I recently wrote an article about deploying LLMs as APIs using AWS — when someone commented that they would like a similar article but using Azure ML instead. So I decided to write this article discussing how to deploy LLM endpoints on Azure ML. I also compare the price, ease, and customizability for LLM deployments in Azure ML vs AWS.
Microsoft has been making extremely successful partnerships in the Generative AI era, including those with OpenAI, GitHub Copilot, etc. Recently, Microsoft CEO Satya Nadella gave a talk at Microsoft Inspire, highlighting an incredible vision of Generative AI giving us a more natural interface to virtually every application and a reasoning engine that works on top of all your data, giving users more power.

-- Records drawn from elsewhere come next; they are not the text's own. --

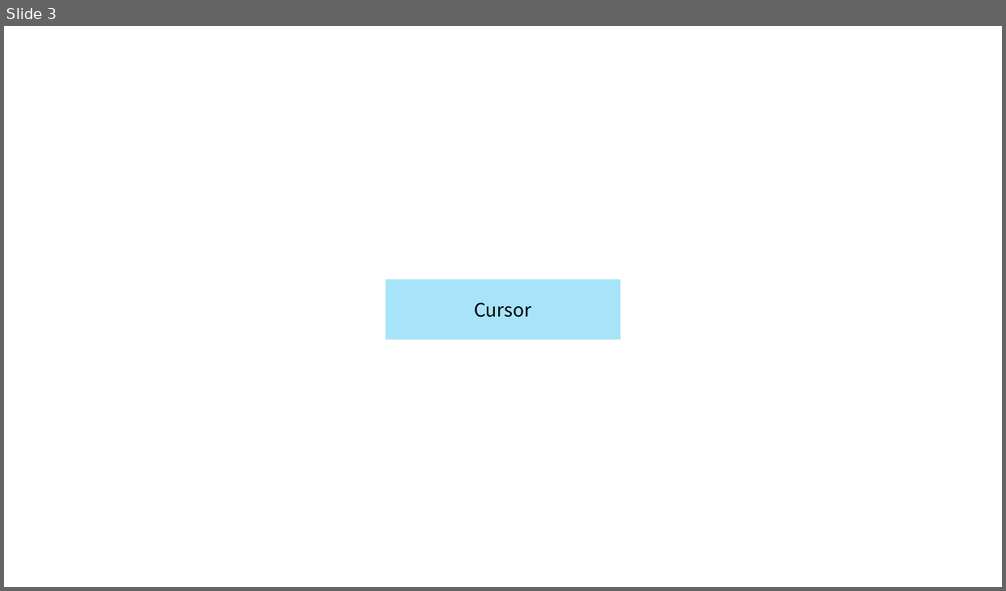
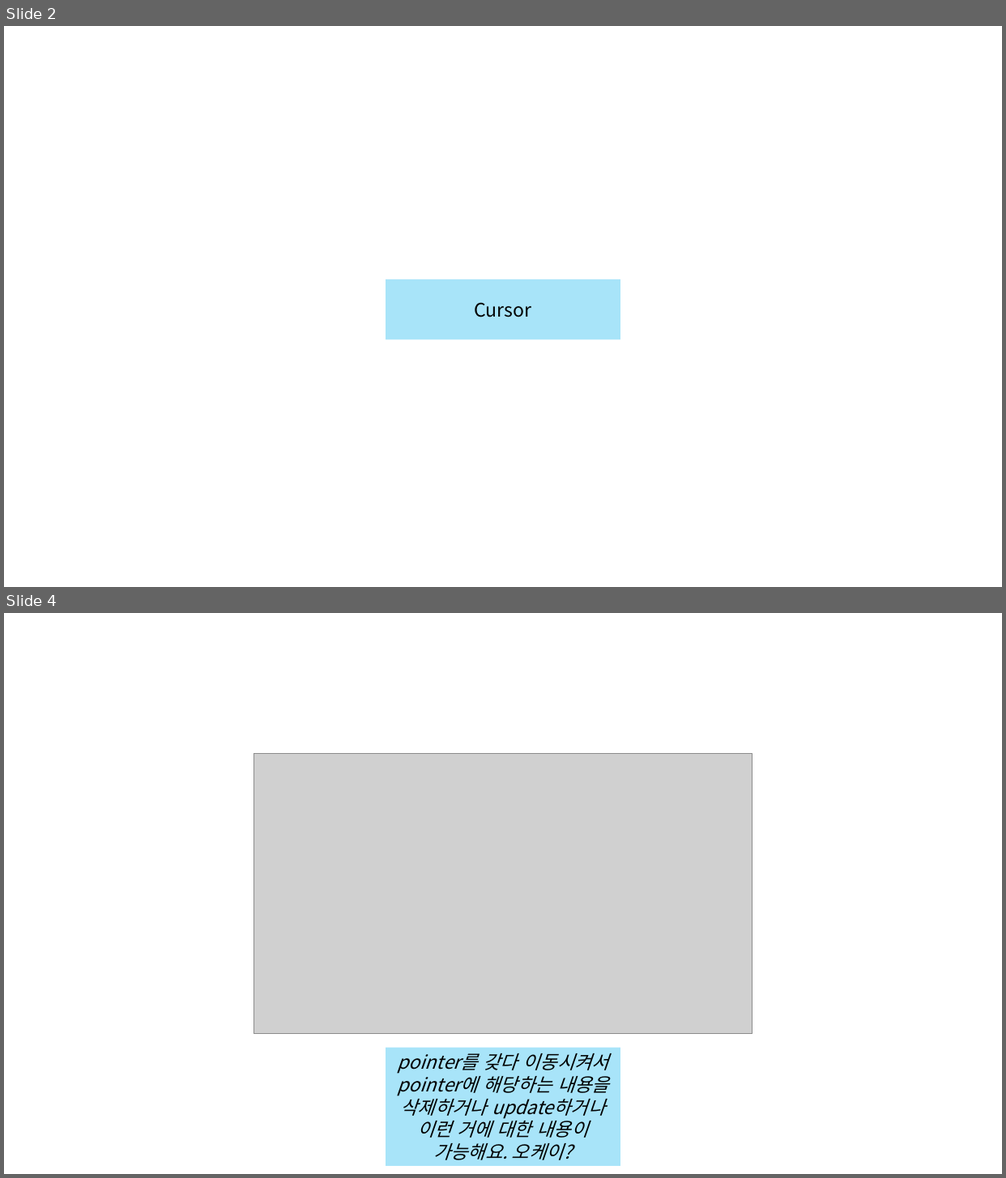
Before and after one commit to Linea89kr/classSIAT, a slide deck: 99. Lecture note in ppt/12. IndexedDB3.pptx. Shown one above the other, each under a label of ours: slide 3 before the commit, slides 2 and 4 after it; the slides between them are not shown. The pictures are 1006x591 and 1006x1178 pixels, drawn with LibreOffice and Linux fonts; fonts in the diff are those of the drawing; grey boxes stand for pictures. Boxes give left, top, right and bottom in pixels: in the first picture for what was removed or moved away, otherwise in the second. Text is boxed around its words. In the diff, an @@ line names an element or a change of style, - is before the commit and + after.

```diff
--- a/99. Lecture note in ppt/12. IndexedDB3.pptx
+++ b/99. Lecture note in ppt/12. IndexedDB3.pptx
@@ slide 4 added at box(4, 613, 1002, 1174), background #FFFFFF @@
@@ picture added at box(254, 754, 752, 1033) @@
@@ rectangle added at box(386, 1048, 620, 1166), fill #00B0F0 at 34% opacity, 18 pt, text #000000, italic @@
+pointer를 갖다 이동시켜서 pointer에 해당하는 내용을 삭제하거나 update하거나 이런 거에 대한 내용이 가능해요. 오케이?
@@ what was slide 3 is now slide 2 @@
```
Also in this commit, not shown: 3 other slides added, 1 slide removed, 6 other files.

Microsoft has also partnered with open-source platform Hugging Face, to make many of their models accessible on Microsoft’s Azure cloud platform. They also make available the recently released Llama-2 model family, which has been the talk of the town over the past week. In this blog, I go through how to deploy open-source LLMs as endpoints on Microsoft Azure ML and how to call these models through an API.
First of all, you need to create a workspace in Azure ML. Once you do that, you can visit the model catalog. The model catalog has an incredible list of models. As I mentioned above, I was surprised to see Llama 2 there, given it was so recently released.
Next, you can click on a model of your choice, and deploy it. Unfortunately, I’m not able to deploy any Billion parameter LLMs as I do not have enough quota and need to request for a quota increase.
However, I was able to deploy the Roberta language model, fine-tuned for Q&A.